(Records from a data source)
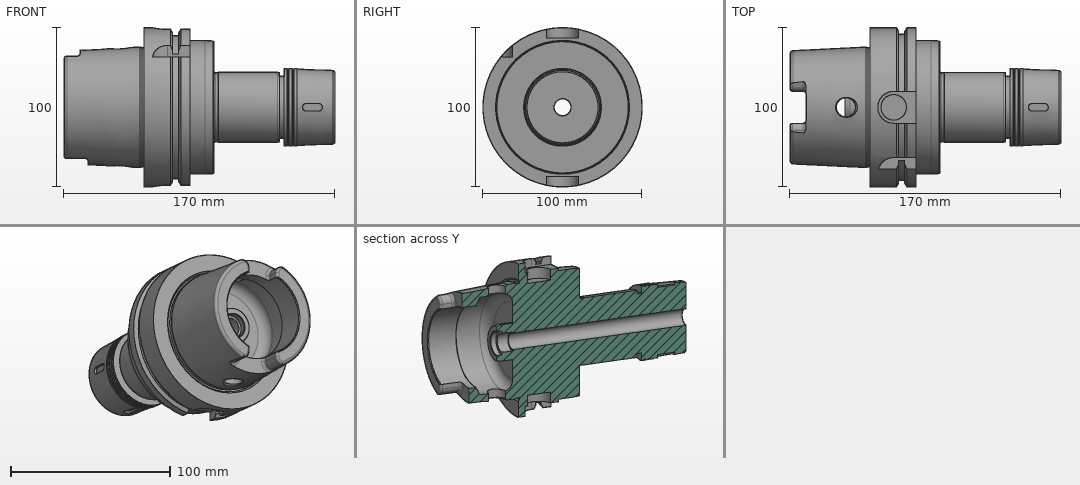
import cadquery as cq
import math


EDGE_TOLERANCE = 0.1

shank_length = 50.0
taper_gauge_x = -10.0
taper_gauge_diameter = 75.0
taper_ratio = 0.1
shank_tip_round = 2.0
finger_edge_round = 1.5
undercut_x = -2.3
undercut_floor_x = -1.2
undercut_radius = 37.4
face_recess_depth = 1.0
face_recess_radius = 39.6

flange_diameter = 100.0
flange_width = 29.0
groove_x = 20.0
groove_floor_width = 3.75
groove_diameter = 92.0
groove_lip_width = 6.6
groove_wall_angle = math.radians(30)

collar_diameter = 84.0
collar_straight_end = 38.5
collar_end = 44.0
collar_end_diameter = 83.4
collar_chamfer = 0.5
neck_diameter = 44.0
neck_relief_diameter = 43.6
neck_relief_end = 46.5
neck_relief_taper = 0.5
neck_base_fillet = 0.9
neck_end = 85.0
neck_chamfer_length = 1.0
neck_chamfer_depth = 0.3
thread_relief_diameter = 39.0

nut_start = 88.0
nut_end = 120.0
nut_diameter = 48.8
nut_taper_diameter = 48.2
nut_front_diameter = 46.4
nut_taper_start = 96.2
nut_chamfer_length = 1.3
nut_chamfer_depth = 0.9
nut_groove_positions = (90.5, 93.7)
nut_groove_width = 1.3
nut_groove_floor_width = 0.6
nut_groove_depth = 0.7
wrench_slot_count = 4
wrench_slot_x = 105.8
wrench_slot_length = 12.4
wrench_slot_width = 4.8
wrench_slot_floor_radius = 22.0

mouth_diameter = 53.0
mouth_chamfer = 0.6
mouth_length = 20.0
chamber_diameter = 63.0
chamber_flare_angle = math.radians(60)
chamber_floor_x = -4.0
chamber_floor_fillet = 6.4

coolant_nut_diameter = 24.0
coolant_nut_face_diameter = 22.3
coolant_nut_face_x = -15.6
coolant_nut_bevel_end_x = -12.5
socket_mouth_diameter = 16.0
socket_diameter = 15.3
socket_depth = 4.0
coolant_bore_diameter = 12.0
through_hole_diameter = 10.5

drive_slot_width = 20.0
drive_slot_depths = {1: 10.0, -1: 15.0}
drive_slot_flare_z = 32.1
drive_slot_flare_radius = 4.6
drive_slot_floor_fillet = 1.9

access_hole_diameter = 12.0
access_hole_x = -15.0
countersink_start_z = 36.45
countersink_height = 2.0

keyway_width = 20.0
keyway_center_x = 15.0
keyway_floor_z = 43.5
keyway_hole_diameter = 16.0
keyway_hole_depth = 7.0
notch_wall_y = -31.5
notch_floor_z = 31.5


def taper_radius(x):
    """Radius of the shank taper at x."""
    return (taper_gauge_diameter + taper_ratio * (x - taper_gauge_x)) / 2


def revolve_about_x(profile):
    """Full turn of a closed XY profile about the X axis."""
    return profile.revolve(360, (0, 0, 0), (1, 0, 0))


def make_shank_and_flange():
    """Taper shank with undercut, and the flange with its gripper groove."""
    tip_x = -shank_length
    tip_r = taper_radius(tip_x)
    flange_r = flange_diameter / 2
    floor_r = groove_diameter / 2
    half_floor = groove_floor_width / 2
    half_lip = groove_lip_width / 2
    lip_depth = (half_lip - half_floor) / math.tan(groove_wall_angle)
    points = [
        (tip_x, 0),
        (tip_x, tip_r),
        (undercut_x, taper_radius(undercut_x)),
        (undercut_floor_x, undercut_radius),
        (face_recess_depth, undercut_radius),
        (face_recess_depth, face_recess_radius - face_recess_depth),
        (0, face_recess_radius),
        (0, flange_r),
        (groove_x - half_lip, flange_r),
        (groove_x - half_floor, flange_r - lip_depth),
        (groove_x - half_floor, floor_r),
        (groove_x + half_floor, floor_r),
        (groove_x + half_floor, flange_r - lip_depth),
        (groove_x + half_lip, flange_r),
        (flange_width, flange_r),
        (flange_width, 0),
    ]
    return revolve_about_x(cq.Workplane("XY").polyline(points).close())


def make_collar_and_neck():
    """Collar behind the flange, neck and thread relief, up to the nut."""
    collar_r = collar_diameter / 2
    collar_end_r = collar_end_diameter / 2
    neck_r = neck_diameter / 2
    relief_r = neck_relief_diameter / 2
    thread_r = thread_relief_diameter / 2
    profile = (
        cq.Workplane("XY")
        .moveTo(flange_width, 0)
        .lineTo(flange_width, collar_r)
        .lineTo(collar_straight_end, collar_r)
        .lineTo(collar_end - collar_chamfer, collar_end_r)
        .lineTo(collar_end, collar_end_r - collar_chamfer)
        .lineTo(collar_end, relief_r + neck_base_fillet)
        .radiusArc((collar_end + neck_base_fillet, relief_r), -neck_base_fillet)
        .lineTo(neck_relief_end, relief_r)
        .lineTo(neck_relief_end + neck_relief_taper, neck_r)
        .lineTo(neck_end - neck_chamfer_length, neck_r)
        .lineTo(neck_end, neck_r - neck_chamfer_depth)
        .lineTo(neck_end, thread_r)
        .lineTo(nut_start, thread_r)
        .lineTo(nut_start, 0)
        .close()
    )
    return revolve_about_x(profile)


def make_nut():
    """Collet nut: grooved rear band, slightly tapered front, wrench slots."""
    nut_r = nut_diameter / 2
    front_r = nut_front_diameter / 2
    points = [(nut_start, 0), (nut_start, nut_r)]
    for x in nut_groove_positions:
        points += [
            (x - nut_groove_width / 2, nut_r),
            (x - nut_groove_floor_width / 2, nut_r - nut_groove_depth),
            (x + nut_groove_floor_width / 2, nut_r - nut_groove_depth),
            (x + nut_groove_width / 2, nut_r),
        ]
    points += [
        (nut_taper_start, nut_r),
        (nut_taper_start, nut_taper_diameter / 2),
        (nut_end - nut_chamfer_length, front_r),
        (nut_end, front_r - nut_chamfer_depth),
        (nut_end, 0),
    ]
    nut = revolve_about_x(cq.Workplane("XY").polyline(points).close())
    slot = (
        cq.Workplane("XY", origin=(wrench_slot_x, 0, wrench_slot_floor_radius))
        .slot2D(wrench_slot_length, wrench_slot_width)
        .extrude(nut_r)
    )
    for i in range(wrench_slot_count):
        angle = 360 / wrench_slot_count * i
        nut = nut.cut(slot.rotate((0, 0, 0), (1, 0, 0), angle))
    return nut


def make_cavity():
    """Mouth bore that flares out into a wider chamber with a rounded floor."""
    tip_x = -shank_length
    mouth_r = mouth_diameter / 2
    chamber_r = chamber_diameter / 2
    flare_x = tip_x + mouth_length
    flare_end_x = flare_x + (chamber_r - mouth_r) / math.tan(chamber_flare_angle)
    profile = (
        cq.Workplane("XY")
        .moveTo(tip_x, 0)
        .lineTo(tip_x, mouth_r + mouth_chamfer)
        .lineTo(tip_x + mouth_chamfer, mouth_r)
        .lineTo(flare_x, mouth_r)
        .lineTo(flare_end_x, chamber_r)
        .lineTo(chamber_floor_x - chamber_floor_fillet, chamber_r)
        .radiusArc((chamber_floor_x, chamber_r - chamber_floor_fillet), chamber_floor_fillet)
        .lineTo(chamber_floor_x, 0)
        .close()
    )
    return revolve_about_x(profile)


def make_coolant_nut():
    """Nut on the chamber floor with a slender bevel toward the shank mouth."""
    nut_r = coolant_nut_diameter / 2
    points = [
        (coolant_nut_face_x, 0),
        (coolant_nut_face_x, coolant_nut_face_diameter / 2),
        (coolant_nut_bevel_end_x, nut_r),
        (chamber_floor_x, nut_r),
        (chamber_floor_x, 0),
    ]
    return revolve_about_x(cq.Workplane("XY").polyline(points).close())


def make_coolant_bore():
    """Stepped bore along X: chamfered socket in the nut, wider bore, through hole."""
    socket_r = socket_diameter / 2
    mouth_r = socket_mouth_diameter / 2
    bore_r = coolant_bore_diameter / 2
    hole_r = through_hole_diameter / 2
    socket_end_x = coolant_nut_face_x + socket_depth
    points = [
        (coolant_nut_face_x, 0),
        (coolant_nut_face_x, mouth_r),
        (coolant_nut_face_x + mouth_r - socket_r, socket_r),
        (socket_end_x, socket_r),
        (socket_end_x, bore_r),
        (chamber_floor_x, bore_r),
        (chamber_floor_x, hole_r),
        (nut_end, hole_r),
        (nut_end, 0),
    ]
    return revolve_about_x(cq.Workplane("XY").polyline(points).close())


def make_drive_slot(side):
    """Slot across the shank mouth at +Z or -Z; its walls flare out near the taper."""
    half = drive_slot_width / 2
    reach = flange_diameter / 2
    flare_start_z = drive_slot_flare_z - drive_slot_flare_radius
    flare_y = half + drive_slot_flare_radius
    slot = (
        cq.Workplane("YZ", origin=(-shank_length, 0, 0))
        .moveTo(-half, 0)
        .lineTo(-half, flare_start_z)
        .radiusArc((-flare_y, drive_slot_flare_z), -drive_slot_flare_radius)
        .lineTo(-reach, drive_slot_flare_z)
        .lineTo(-reach, reach)
        .lineTo(reach, reach)
        .lineTo(reach, drive_slot_flare_z)
        .lineTo(flare_y, drive_slot_flare_z)
        .radiusArc((half, flare_start_z), -drive_slot_flare_radius)
        .lineTo(half, 0)
        .close()
        .extrude(drive_slot_depths[side])
    )
    floor_x = drive_slot_depths[side] - shank_length
    floor_edges = cq.selectors.BoxSelector(
        (floor_x - EDGE_TOLERANCE, -reach, EDGE_TOLERANCE),
        (floor_x + EDGE_TOLERANCE, reach, drive_slot_flare_z + EDGE_TOLERANCE),
    )
    slot = slot.edges(floor_edges).fillet(drive_slot_floor_fillet)
    if side < 0:
        slot = slot.mirror("XY")
    return slot


def make_access_hole():
    """Hole through the shank wall at +Z with a 45 degree countersink."""
    radius = access_hole_diameter / 2
    base = cq.Workplane("XY", origin=(access_hole_x, 0, 0))
    hole = base.circle(radius).extrude(countersink_start_z + countersink_height)
    center = cq.Vector(access_hole_x, 0, countersink_start_z)
    cone = cq.Solid.makeCone(
        radius, radius + countersink_height, countersink_height, center, cq.Vector(0, 0, 1)
    )
    return hole.union(cq.Workplane(cone)).cut(base.circle(radius).extrude(mouth_diameter / 2))


def make_keyway():
    """Round-ended keyway at +Z, open to the rear of the flange, with a hole in its floor."""
    reach = flange_diameter / 2
    height = reach - keyway_floor_z
    floor = cq.Workplane("XY", origin=(0, 0, keyway_floor_z))
    run = flange_width - keyway_center_x
    keyway = floor.center(keyway_center_x, 0).circle(keyway_width / 2).extrude(height)
    keyway = keyway.union(
        floor.center(keyway_center_x + run / 2, 0).rect(run, keyway_width).extrude(height)
    )
    hole = floor.center(keyway_center_x, 0).circle(keyway_hole_diameter / 2)
    return keyway.union(hole.extrude(-keyway_hole_depth))


def make_orientation_notch():
    """Corner notch toward -Y and +Z with the same cutter radius as the keyways."""
    radius = keyway_width / 2
    reach = flange_diameter / 2
    height = reach - notch_floor_z
    run = flange_width - keyway_center_x
    floor = cq.Workplane("XY", origin=(0, 0, notch_floor_z))
    round_end = floor.center(keyway_center_x, notch_wall_y - radius).circle(radius).extrude(height)
    straight = (
        floor.center(keyway_center_x + run / 2, notch_wall_y - radius)
        .rect(run, keyway_width)
        .extrude(height)
    )
    return round_end.union(straight)


def round_finger_edges(body):
    """Round the edges where the drive slot walls meet the shank end face."""
    slot_reach = drive_slot_width / 2 + drive_slot_flare_radius + EDGE_TOLERANCE
    wall_edges = cq.selectors.BoxSelector(
        (-shank_length - EDGE_TOLERANCE, -slot_reach, -drive_slot_flare_z - EDGE_TOLERANCE),
        (-shank_length + EDGE_TOLERANCE, slot_reach, drive_slot_flare_z + EDGE_TOLERANCE),
    )
    return body.edges(wall_edges).fillet(finger_edge_round)


def make_tip_rim_cutter():
    """Ring that rounds the outer rim of the shank end face."""
    tip_x = -shank_length
    rim_r = taper_radius(tip_x)
    round_end_r = taper_radius(tip_x + shank_tip_round)
    outer_r = flange_diameter / 2
    profile = (
        cq.Workplane("XY")
        .moveTo(tip_x, rim_r - shank_tip_round)
        .radiusArc((tip_x + shank_tip_round, round_end_r), shank_tip_round)
        .lineTo(tip_x + shank_tip_round, outer_r)
        .lineTo(tip_x, outer_r)
        .close()
    )
    return revolve_about_x(profile)


body = make_shank_and_flange()
for side in drive_slot_depths:
    body = body.cut(make_drive_slot(side))
body = round_finger_edges(body).cut(make_tip_rim_cutter())

body = body.union(make_collar_and_neck()).union(make_nut())
body = body.cut(make_cavity()).union(make_coolant_nut()).cut(make_coolant_bore())

access_hole = make_access_hole()
keyway = make_keyway()
for angle in (0, 180):
    body = body.cut(access_hole.rotate((0, 0, 0), (1, 0, 0), angle))
    body = body.cut(keyway.rotate((0, 0, 0), (1, 0, 0), angle))
body = body.cut(make_orientation_notch())

result = body

REQUIRED ACTION → Filter the data down to the lines that contain the string "circle", and copy them.

YOUR SOLUTION →
    hole = base.circle(radius).extrude(countersink_start_z + countersink_height)
    return hole.union(cq.Workplane(cone)).cut(base.circle(radius).extrude(mouth_diameter / 2))
    keyway = floor.center(keyway_center_x, 0).circle(keyway_width / 2).extrude(height)
    hole = floor.center(keyway_center_x, 0).circle(keyway_hole_diameter / 2)
    round_end = floor.center(keyway_center_x, notch_wall_y - radius).circle(radius).extrude(height)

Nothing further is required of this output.